* PROBLEM DESCRIPTION *
Would you return each entry exactly as written, omitting any pictures?

* DATA PROVIDED *

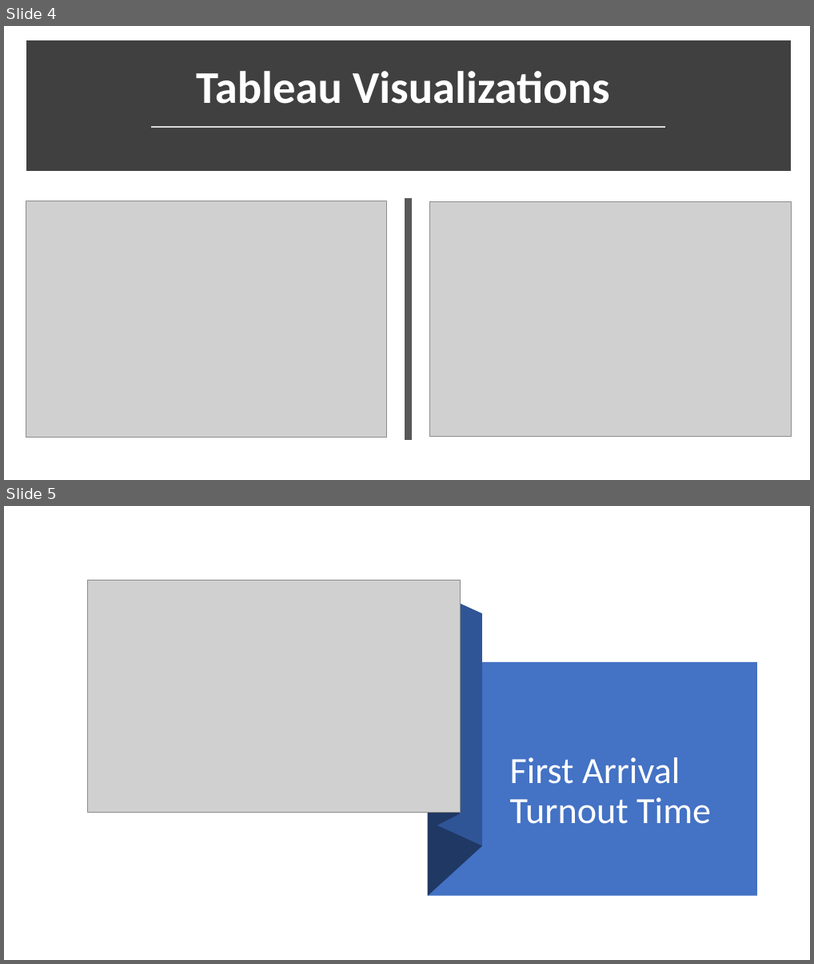
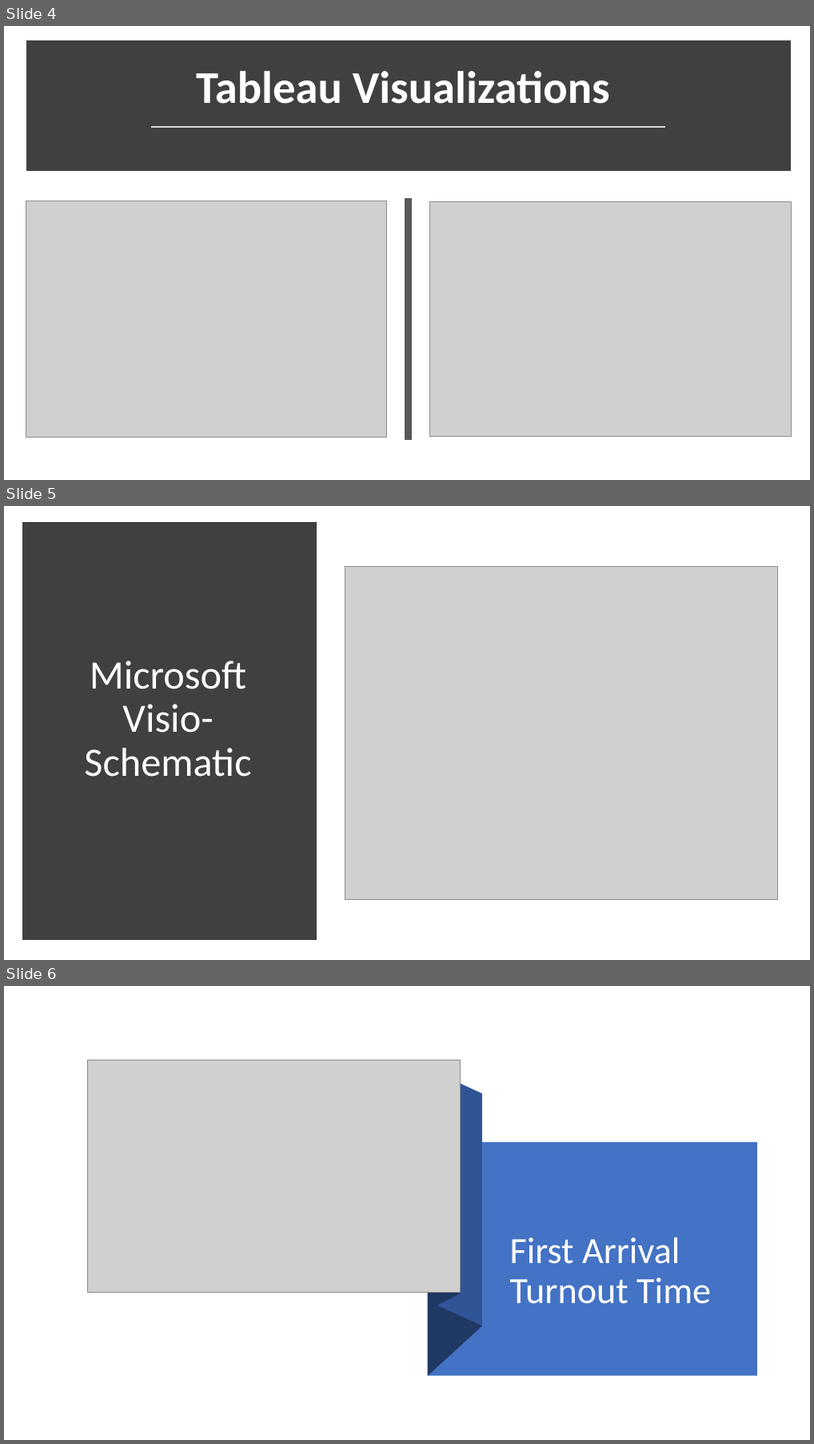
Before and after one commit to kristine848/FinalProject, a slide deck: Final Project PPT C.S.P. (1).pptx. Shown one above the other, each under a label of ours: slides 4 and 5 before the commit, slides 4, 5 and 6 after it. The pictures are 814x964 and 814x1444 pixels, drawn with LibreOffice and Linux fonts; fonts in the diff are those of the drawing; grey boxes stand for pictures. Boxes give left, top, right and bottom in pixels: in the first picture for what was removed or moved away, otherwise in the second. Text is boxed around its words. In the diff, an @@ line names an element or a change of style, - is before the commit and + after.

```diff
--- a/Final Project PPT C.S.P. (1).pptx
+++ b/Final Project PPT C.S.P. (1).pptx
@@ slide 5 added at <box>4,506,810,960</box>, background #FFFFFF @@
@@ rectangle added at <box>26,527,313,936</box>, fill #404040, outline #404040 10 pt @@
@@ picture added at <box>345,567,779,900</box> @@
@@ title added at <box>84,660,251,776</box>, 48 pt, text #FFFFFF @@
+Microsoft Visio-Schematic
@@ what was slide 5 is now slide 6 @@
```
Also in this commit, not shown: 3 slides changed.

* RESPONSE TO THIS TASK *
Before and after one commit to kristine848/FinalProject, a slide deck: Final Project PPT C.S.P. (1).pptx. Shown one above the other, each under a label of ours: slides 4 and 5 before the commit, slides 4, 5 and 6 after it. The pictures are 814x964 and 814x1444 pixels, drawn with LibreOffice and Linux fonts; fonts in the diff are those of the drawing; grey boxes stand for pictures. Boxes give left, top, right and bottom in pixels: in the first picture for what was removed or moved away, otherwise in the second. Text is boxed around its words. In the diff, an @@ line names an element or a change of style, - is before the commit and + after.

```diff
--- a/Final Project PPT C.S.P. (1).pptx
+++ b/Final Project PPT C.S.P. (1).pptx
@@ slide 5 added at <box>4,506,810,960</box>, background #FFFFFF @@
@@ rectangle added at <box>26,527,313,936</box>, fill #404040, outline #404040 10 pt @@
@@ picture added at <box>345,567,779,900</box> @@
@@ title added at <box>84,660,251,776</box>, 48 pt, text #FFFFFF @@
+Microsoft Visio-Schematic
@@ what was slide 5 is now slide 6 @@
```
Also in this commit, not shown: 3 slides changed.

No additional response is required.